# Don't Let This Happen To You!!



## High Desert Elk (Aug 21, 2012)

Attached is a picture of the back half of an elk brought into our meat shop yesterday. The hunter was from back east, has hunted elk before, and cuts his own whitetails up back home. He shot this elk on opening morning, and the guide field dressed it, propped it open, and then went elk hunting some more with other hunters (they did not skin it). They did not get the elk out until 36 hours later! To get it out, the guide(s) drug the elk to the edge of rimrock, pushed it over to the next bench, repeating this until is was at the bottom of the ridge. 

Needless to say, the hunter was not pleased when he brought it to us. He has already lost close to 30 lbs of meat and will lose more due to bone sour -O,-. Could the hunter have said something, you bet, and likely did but to what effect? If I were to be on a guided hunt, I expect my guide/outfitter to be there every step of the way until my animal was out of the hills and hanging in camp or in town in a cooler. 

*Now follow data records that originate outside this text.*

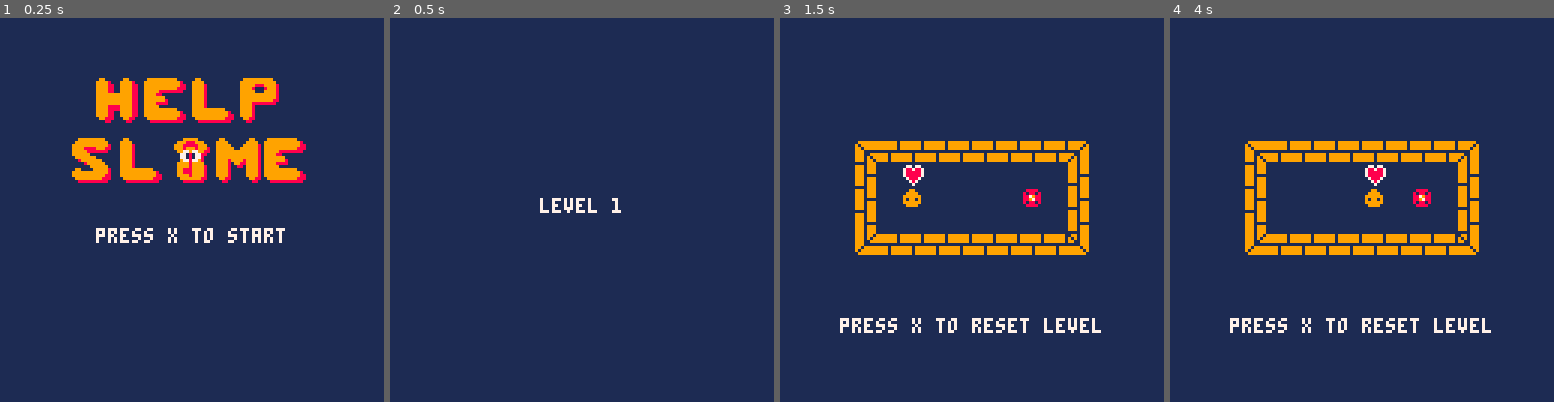
Above: before the commit, frames 1-4 (left to right).
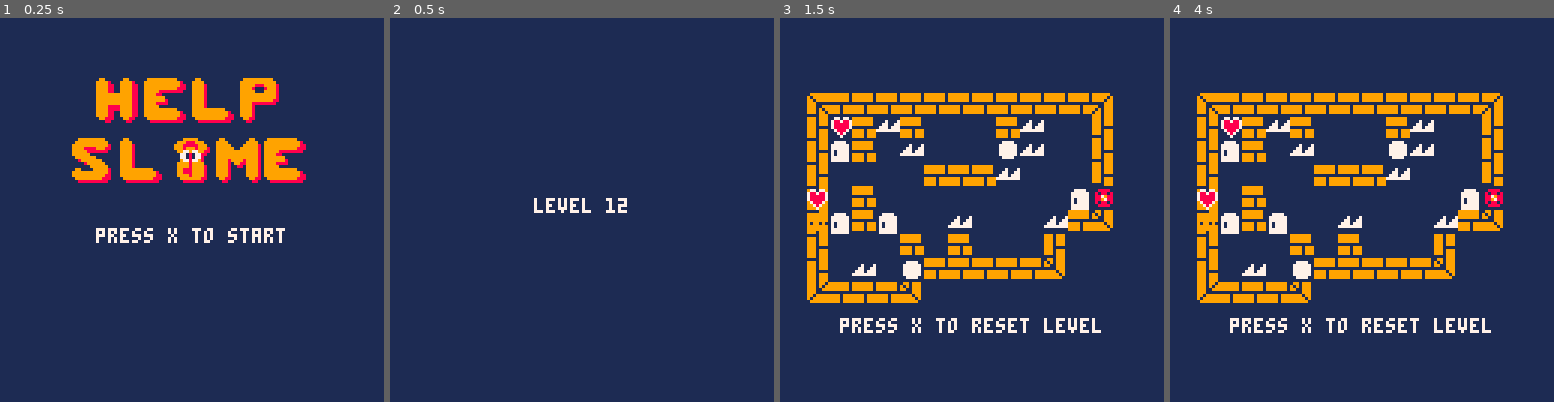
Above: after the commit, the same moments.

Repository: GameJams-fiwon123/GBJam8
Game: PICO-8 cartridge gbjam8.p8
The game is run twice, just before and just after one commit, with the same random seed, the same clock (stepped at 60 frames per second) and the same inputs.
Inputs:
- Up to frame 1 (0.25 s): no input
- Up to frame 2 (0.5 s): tap X (X key) at 0.33 s
- Up to frame 3 (1.5 s): tap X (X key) at 1.07 s
- Up to frame 4 (4 s): hold Right 1.6-2.1 s; tap X (X key) at 1.85, 2.97 s; hold Up 2.15-2.42 s; hold Right 2.47-3.03 s; hold Left 3.08-3.58 s; hold Down 3.63-3.97 s

Frame 1 is identical in both runs. In frame 2, 0.5% of the frame differs, in the area x 37-62%, y 46-51%; in frame 3, 19%, in the area x 7-87%, y 19-75%; in frame 4, 19%.

Commit message:
edição
correção de fases.

Diff:
--- a/gbjam8.p8
+++ b/gbjam8.p8
@@ -92,10 +92,10 @@
 function start_game()
  music(musics.gameplay)
 	game.time = 0
-	game.level = 1
-
-	camera_pos.x=0*128
-	camera_pos.y=0*128
+	game.level = 12
+
+	camera_pos.x=4*128
+	camera_pos.y=1*128
 	camera(camera_pos.x, camera_pos.y)
 	game.scenes={
 		{show=show_level1},
@@ -1079,69 +1079,69 @@
 1414141414141414141414141414141414141414141414141414141414141414141414141414141414141414141414141414141414141414141414141414141414141414141414141414141414141414141414141414141414141414141414141414141414141414141414141414141414141414141414141414141414141414
 1414141414141414141414141414141414141414141414141414141414141414141414141414141414141414141414141414141414141414141414141414141414141414141414141414141414141414141414141414141414141414141414141414141414141414141414141414141414141414141414141414141414141414
 1414141414141414141414141414141414141414141414141414141414141414141414141414141414141414141414141414141414141414141414141414141414141414141414141414141414141414141414141414141414141414141414141414141414141414141414141414141414141414141414141414141414141414
-1414141715151515151515151814141414141417151515151515151518141414141414171515151515151515181414141414141414141414141414141414141414141414141414141414141414141414141414141414141414141414141414141414141414141414141414141414141414141414141414141414141414141414
-1414141614141614141313182614141414141416131316161616161126141414141414161414141416141414261414141414141715151515151515151515181414171515151515151515151515181414141414141414141414141414141414141414141414141414141414141414141414141414141414141414141414141414
-1414141614141314131432262614141414141416141413141413163126141414141414161614141416141414261414141414141614141414131414161414122614162215131514141414131414261414141715151515151515151515151814141414141414141414141414141414141414141414141414141414141414141414
-1414141614221614251413262614141414141416141316141414141426141414141414161614141431141414261414141414141614131314151413161413261414163115141314141421131414261414141614141413141414131413222614141414141414141414141414141414141414141414141414141414141414141414
-1414141614141314141325262614141414141416141413321413141426141414141414161614143113311414261414141715151414261414141414161413261414161414141415151513141414261414141614131413141314131414142614141414141414141414141414141414141414141414141414141414141414141414
-1414141614141314141414262614141414141416141414141326141426141414141414161614141431211414261414141614141325261314141314141425261414161425141414141414141431121414141614131432311314131413311214141414141414141414141414141414141414141414141414141414141414141414
-1414141631141414131414262614141414141416141513141413141426141414141414161614141426141414261414142725251414261414262614161413261414163125141414131414141325281414141614131413141314131413142614141414141414141414141414141414141414141414141414141414141414141414
-1414141611262114141431112614141414141416311125252526131326141414141414162711251126112511261414141414141614141413262114161431122614163225141414151414142614141414141614131414141314142113142614141414141414141414141414141414141414141414141414141414141414141414
-1414142725252525252525252814141414141427252525252525252528141414141414272525252525252525281414141414142725252525252525252525281414272525252525252525252814141414142725252525252525252525252814141414141414141414141414141414141414141414141414141414141414141414
-1414141414141414141414141414141414141414141414141414141414141414141414141414141414141414141414141414141414141414141414141414141414141414141414141414141414141414141414141414141414141414141414141414141414141414141414141414141414141414141414141414141414141414
-1414141414141414141414141414141414141414141414141414141414141414141414141414141414141414141414141414141414141414141414141414141414141414141414141414141414141414141414141414141414141414141414141414141414141414141414141414141414141414141414141414141414141414
-1414141414141414141414141414141414141414141414141414141414141414141414141414141414141414141414141414141414141414141414141414141414141414141414141414141414141414141414141414141414141414141414141414141414141414141414141414141414141414141414141414141414141414
-1414141414141414141414141414141414141414141414141414141414141414141414141414141414141414141414141414141414141414141414141414141414141414141414141414141414141414141414141414141414141414141414141414141414141414141414141414141414141414141414141414141414141414
-…(53 lines of a section not shown)…
+1414141715151515151515151814141414141417151515151515151518141414141414171515151515151515181414141414141414141414141414141414141414171515151515151515151515181414141414141414141414141414141414141414141414141414141414141414141414141414141414141414141414141414
+1414141614141614141313182614141414141416131316161616161126141414141414161414141416141414261414141414141715151515151515151515181414162215131514141415131414261414141414141414141414141414141414141414141414141414141414141414141414141414141414141414141414141414
+1414141614141314131432262614141414141416141413141413163126141414141414161614141416141414261414141414141614141414131414161414122614163115141314141421131414261414141715151515151515151515151814141414141414141414141414141414141414141414141414141414141414141414
+1414141614221614251413262614141414141416141316141414141426141414141414161614141431141414261414141414141614131314151413161413261414161414141415151513141414261414141614141413141414131413222614141414141414141414141414141414141414141414141414141414141414141414
+1414141614141314141325262614141414141416141413321413141426141414141414161614143113311414261414141715151414261414141414161413261414161425141414141414141431121414141614131413141314131414142614141414141414141414141414141414141414141414141414141414141414141414
+1414141614141314141414262614141414141416141414141326141426141414141414161614141431211414261414141614141325261314141314141425261414163125311414131414141325281414141614131432311314131413311214141414141414141414141414141414141414141414141414141414141414141414
+1414141631141414131414262614141414141416141513141413141426141414141414161614141426141414261414142725251414261414262614161413261414161414142514251414142614141414141614131413141314131413142614141414141414141414141414141414141414141414141414141414141414141414
+1414141611262114141431112614141414141416311125252526131326141414141414162711251126112511261414141414141614141413262114161431122614161413142125252525252814141414141614131414141314141413142614141414141414141414141414141414141414141414141414141414141414141414
+1414142725252525252525252814141414141427252525252525252528141414141414272525252525252525281414141414142725252525252525252525281414272525252814141414141414141414142725252525252525252525252814141414141414141414141414141414141414141414141414141414141414141414
+1414141414141414141414141414141414141414141414141414141414141414141414141414141414141414141414141414141414141414141414141414141414141414141414141414141414141414141414141414141414141414141414141414141414141414141414141414141414141414141414141414141414141414
+1414141414141414141414141414141414141414141414141414141414141414141414141414141414141414141414141414141414141414141414141414141414141414141414141414141414141414141414141414141414141414141414141414141414141414141414141414141414141414141414141414141414141414
+1414141414141414141414141414141414141414141414141414141414141414141414141414141414141414141414141414141414141414141414141414141414141414141414141414141414141414141414141414141414141414141414141414141414141414141414141414141414141414141414141414141414141414
+1414141414141414141414141414141414141414141414141414141414141414141414141414141414141414141414141414141414141414141414141414141414141414141414141414141414141414141414141414141414141414141414141414141414141414141414141414141414141414141414141414141414141414
+…(53 lines of a section not shown)…
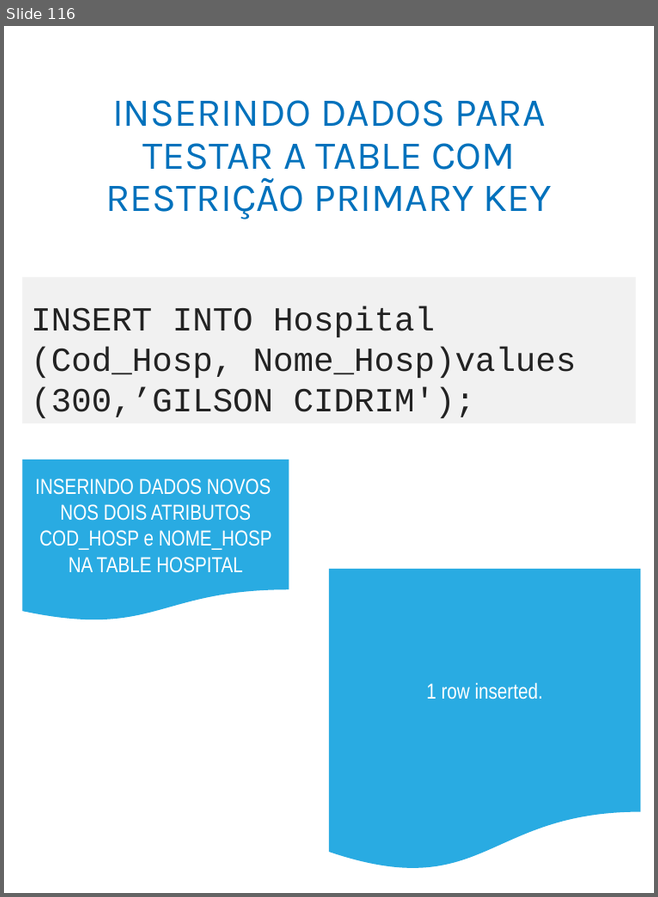
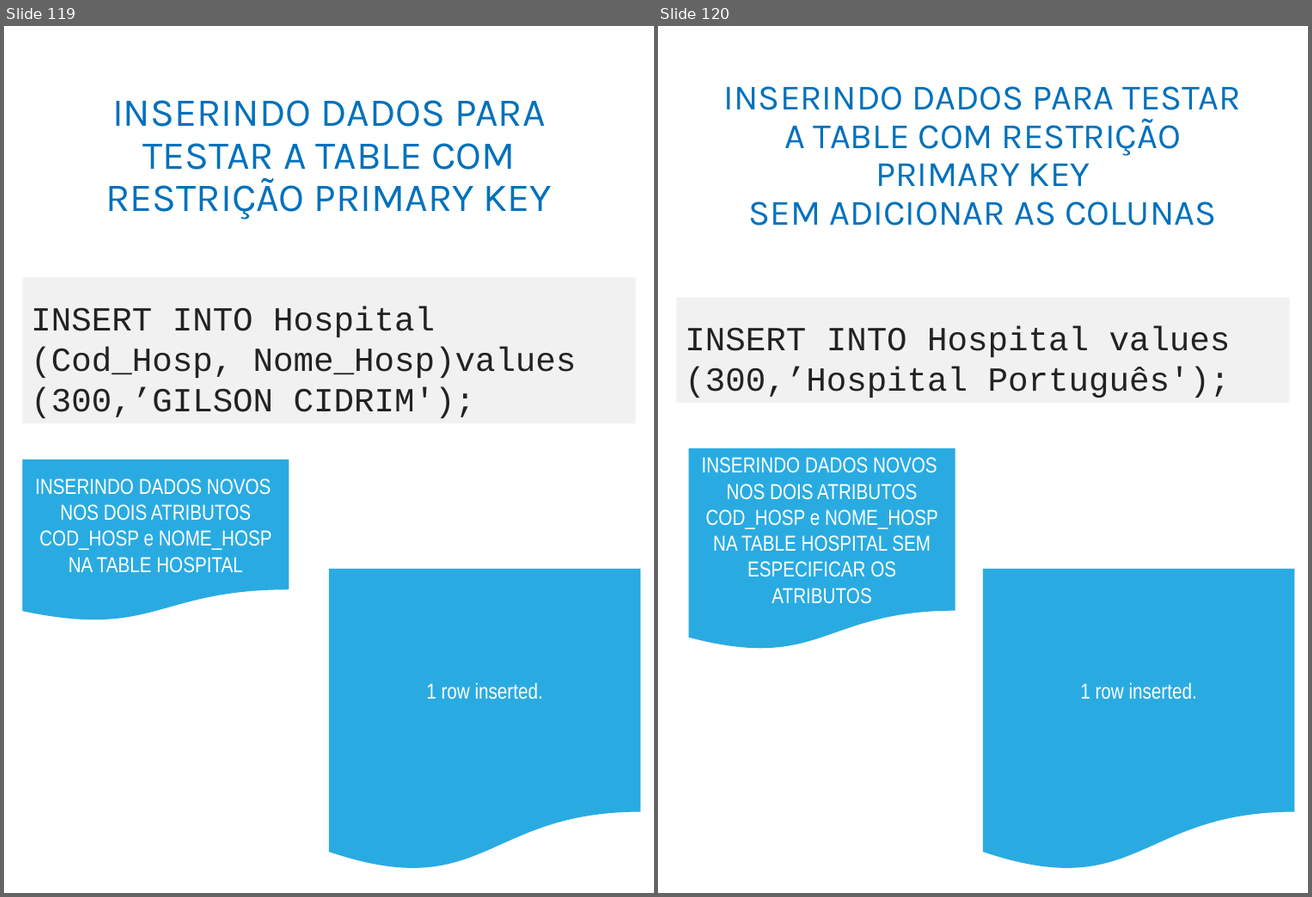
Before and after one commit to adilsonlopesoracle/BancodeDados_Olinda, a slide deck: BANCO DE DADOS_Atualizado.pptx. Shown side by side, each under a label of ours: slide 116 before the commit, slides 119 and 120 after it. The pictures are 658x897 and 1312x897 pixels, drawn with LibreOffice and Linux fonts; fonts in the diff are those of the drawing. Boxes give left, top, right and bottom in pixels: in the first picture for what was removed or moved away, otherwise in the second. Text is boxed around its words. In the diff, an @@ line names an element or a change of style, - is before the commit and + after.

```diff
--- a/BANCO DE DADOS_Atualizado.pptx
+++ b/BANCO DE DADOS_Atualizado.pptx
@@ slide 120 added at [658, 26, 1308, 893], background #FFFFFF @@
@@ title added at [724, 86, 1242, 226], 29.7 pt, text #0071BC @@
+INSERINDO DADOS PARA TESTAR A TABLE COM RESTRIÇÃO PRIMARY KEY
+SEM ADICIONAR AS COLUNAS
@@ rectangle added at [676, 298, 1290, 403], fill #F1F1F1, 28 pt, text #222222 @@
+INSERT INTO Hospital values (300,’Hospital Português');
@@ flow chart document added at [688, 448, 956, 650], fill #29ABE2, 18 pt, text #FFFFFF @@
+INSERINDO DADOS NOVOS NOS DOIS ATRIBUTOS COD_HOSP e NOME_HOSP NA TABLE HOSPITAL SEM ESPECIFICAR OS ATRIBUTOS
@@ flow chart document added at [983, 569, 1295, 872], fill #29ABE2, 18 pt, text #FFFFFF @@
+1 row inserted.
@@ what was slide 116 is now slide 119 @@
```
Also in this commit, not shown: 2 slides changed, 27 other slides added.

This is a blantant show of naivety or negligence for the guide.


----------



## bowhunt3r4l1f3 (Jan 12, 2011)

That's some horse crap right there.


----------



## phorisc (Feb 2, 2011)

holy crap...


----------



## Buckfinder (May 23, 2009)

It's hard to believe that you can get any meat off of that.


----------



## DallanC (Jan 13, 2009)

Should turn them in for wanton destruction. I've passed on shooting several critters because I knew I couldn't get them out in time. I have a neighbor who's all antler crazy but half the time he kills something he doesn't get the meat out before it rots. He'll still brag up the size of the rack though. Drives me nuts.

-DallanC


----------



## Stickboy (Oct 28, 2010)

Dude.......

"Guide" has to be in quotes.


----------



## #1DEER 1-I (Sep 10, 2007)

That waste IMO, they could have saved every bit of the elk, turn them in.


----------



## Mr Muleskinner (Feb 14, 2012)

people should really know who that guide is


----------



## 2full (Apr 8, 2010)

Anyone who knows anything about elk knows they go sour fast if you don't get the hide off so it can cool out. -O,-


----------



## utahgolf (Sep 8, 2007)

this is just as much on the hunter as the guide! especially because you said he was an experienced hunter. Just because people have dumb ideas, doesn't mean you should go along with it. Wouldn't all of us on here see what the "guide" was about to do and say "what the hell are you thinking?" and then step in and say no way are you going to push my elk off the rimrock! Same thing with not getting that hide off and cooling down that meat down.


----------



## hunting777 (May 3, 2009)

Sad, so sad. :frown: What a waste. That just torque me off. :frusty:


----------



## Dunkem (May 8, 2012)

Good Lord:!::!::!:


----------



## willfish4food (Jul 14, 2009)

High Desert Elk said:


> ...*then went elk hunting some more with other hunters* (they did not skin it). They did not get the elk out until 36 hours later!
> 
> This is a blantant show of naivety or negligence for the guide.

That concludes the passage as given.